Innovation That Matters

Tyres are black because they contain carbon black derived from fossil fuels | Photo source Nazim Zafri on Unsplash

A bio-based carbon black for tyres

Mobility & Transport

A new partnership could help to clean-up the rubber used in automobile manufacturing

Spotted: Ever wondered why tyres are black? It’s because they contain carbon black. Natural rubber latex is a milky white colour, and the very first rubber tyres were white. But manufacturers began incorporating carbon black as a filler in order to increase abrasion resistance and tensile strength, to conduct heat away from the tread and belts of the tyres, and to help protect the tyres from UV rays and ozone — all of which can shorten the tyres’ lifespan. In fact, without carbon black, tyres would likely last just 5000 miles.

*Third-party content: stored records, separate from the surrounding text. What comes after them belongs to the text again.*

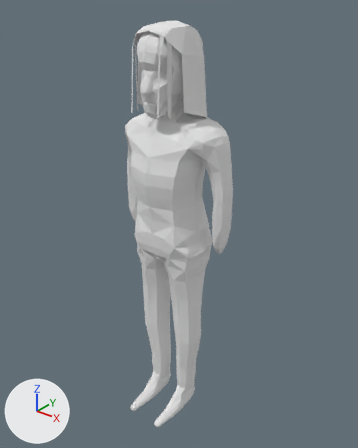
An edit to the Blender file blend/metaleiro.blend, drawn before and after from the same camera.
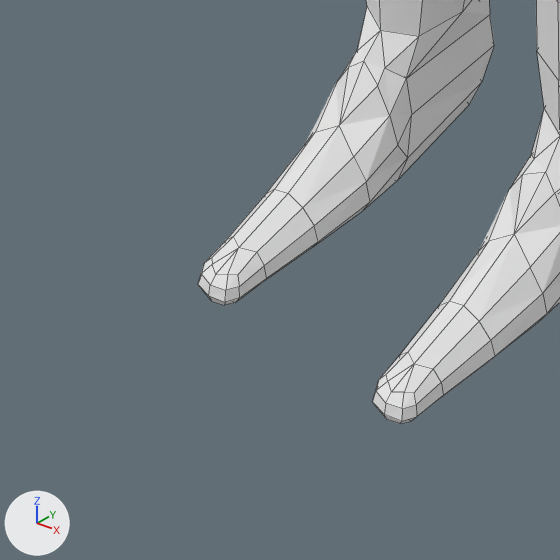
Old and new are each drawn whole from a 50 mm lens placed at (23.4, -27.69, 36.14), pointed at (0.47, 0.97, 18.36) and again close up on the part from 29% to 50% of the width and 82% to 100% of the height. Every picture has the same lights, and +X, +Y and +Z are marked at lower left. The close-ups show mesh edges as thin lines.

The first close-up shows 'Head'.
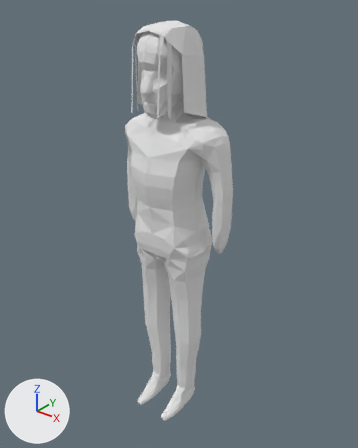
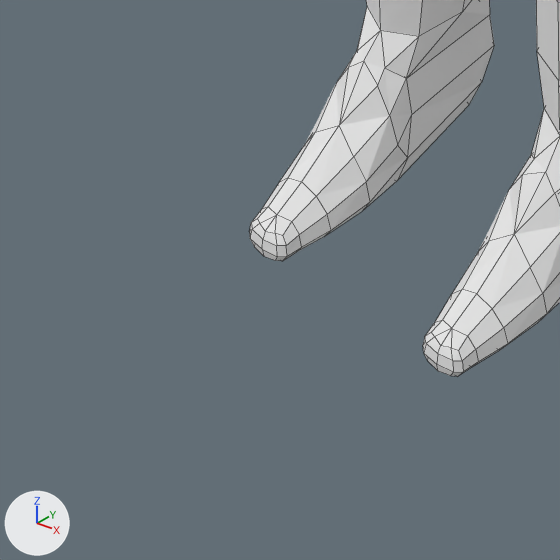
Commit message: smaller foots

Diff of the bpy script that builds the scene:
```diff
--- a/blend/metaleiro.blend.py
+++ b/blend/metaleiro.blend.py
@@ me_head @@
 me_head.from_pydata(...)  # 1005 vertices, 1039 faces, 1 loose edge; spans x -1.21..1.04, y -1.57..1.54, z -9.78..0.91
 # used by ob_head; location = (0.0, 0.08, 30.98); rotation_euler = (0.0, 0.0, 1.571), in degrees (0, 0, 90); scale = (3.22, 3.22, 3.15)
+# me_head part 1: all 82 vertices in x -1.21..-0.74, y -0.66..0.56, z -9.78..-9.52 are scaled about their middle by (0.504, 1, 1), then moved by (0.2, 0.0, 0.0)
 me_head.materials.append(mat_material)
```

Boxes [x1, y1, x2, y2] around the edits, measured in the close-ups (560 x 560 px; the box of a moved part takes in the faces that stretch with it):
'Head', reshaped
    before: [198, 0, 560, 424]
    after: [250, 0, 560, 377]
part 1 of me_head, moved or reshaped
    before: [198, 126, 547, 424]
    after: [250, 126, 547, 377]

So, what’s the problem? Carbon black is a byproduct of the combustion of various petroleum products and is very unsustainable. Global production of carbon black generates around 40 million tonnes of carbon dioxide emissions each year. Carbon negative materials company Origin Materials has developed a sustainable alternative carbon black. The new product is made from hydrothermal carbon, a product derived from sustainable wood residue rather than fossil resources, and has a carbon-negative footprint.

Origin has recently announced that it is partnering with Intertex World Resources, a distributor of synthetic rubber, carbon black, and rubber chemicals to produce Origin’s bio-carbon black for tyres, as well as for belts, hoses, rubber seals, plastic extrusion, and other mechanical rubber goods. The products could go a long way towards decarbonising the rubber and automotive supply chain.

Greg Sibley, Managing Partner for Intertex, explained that the company feels the time is right for the decarbonisation of the automotive parts supply chain. “The world is looking for sustainable replacements for fossil-fuel-based products, including carbon black… With our markets in tyres, belts, hoses, and other mechanical rubber goods, all of which are looking for sustainable raw materials, we believe this partnership will allow us to give our customers a decided market advantage.” 

It is clear that decarbonisation is a very complex process – so many of the products that we use every day, and that manufacturers depend on, are derived from fossil fuels. Some other innovations aiming to find substitutes for fossil-fuel-derived products include tyres that replace petroleum-derived materials with soybean oil, a biodegradable plastic that is made from plant waste instead of fossil fuels, and a t-shirt that is dyed using black algae instead of carbon black.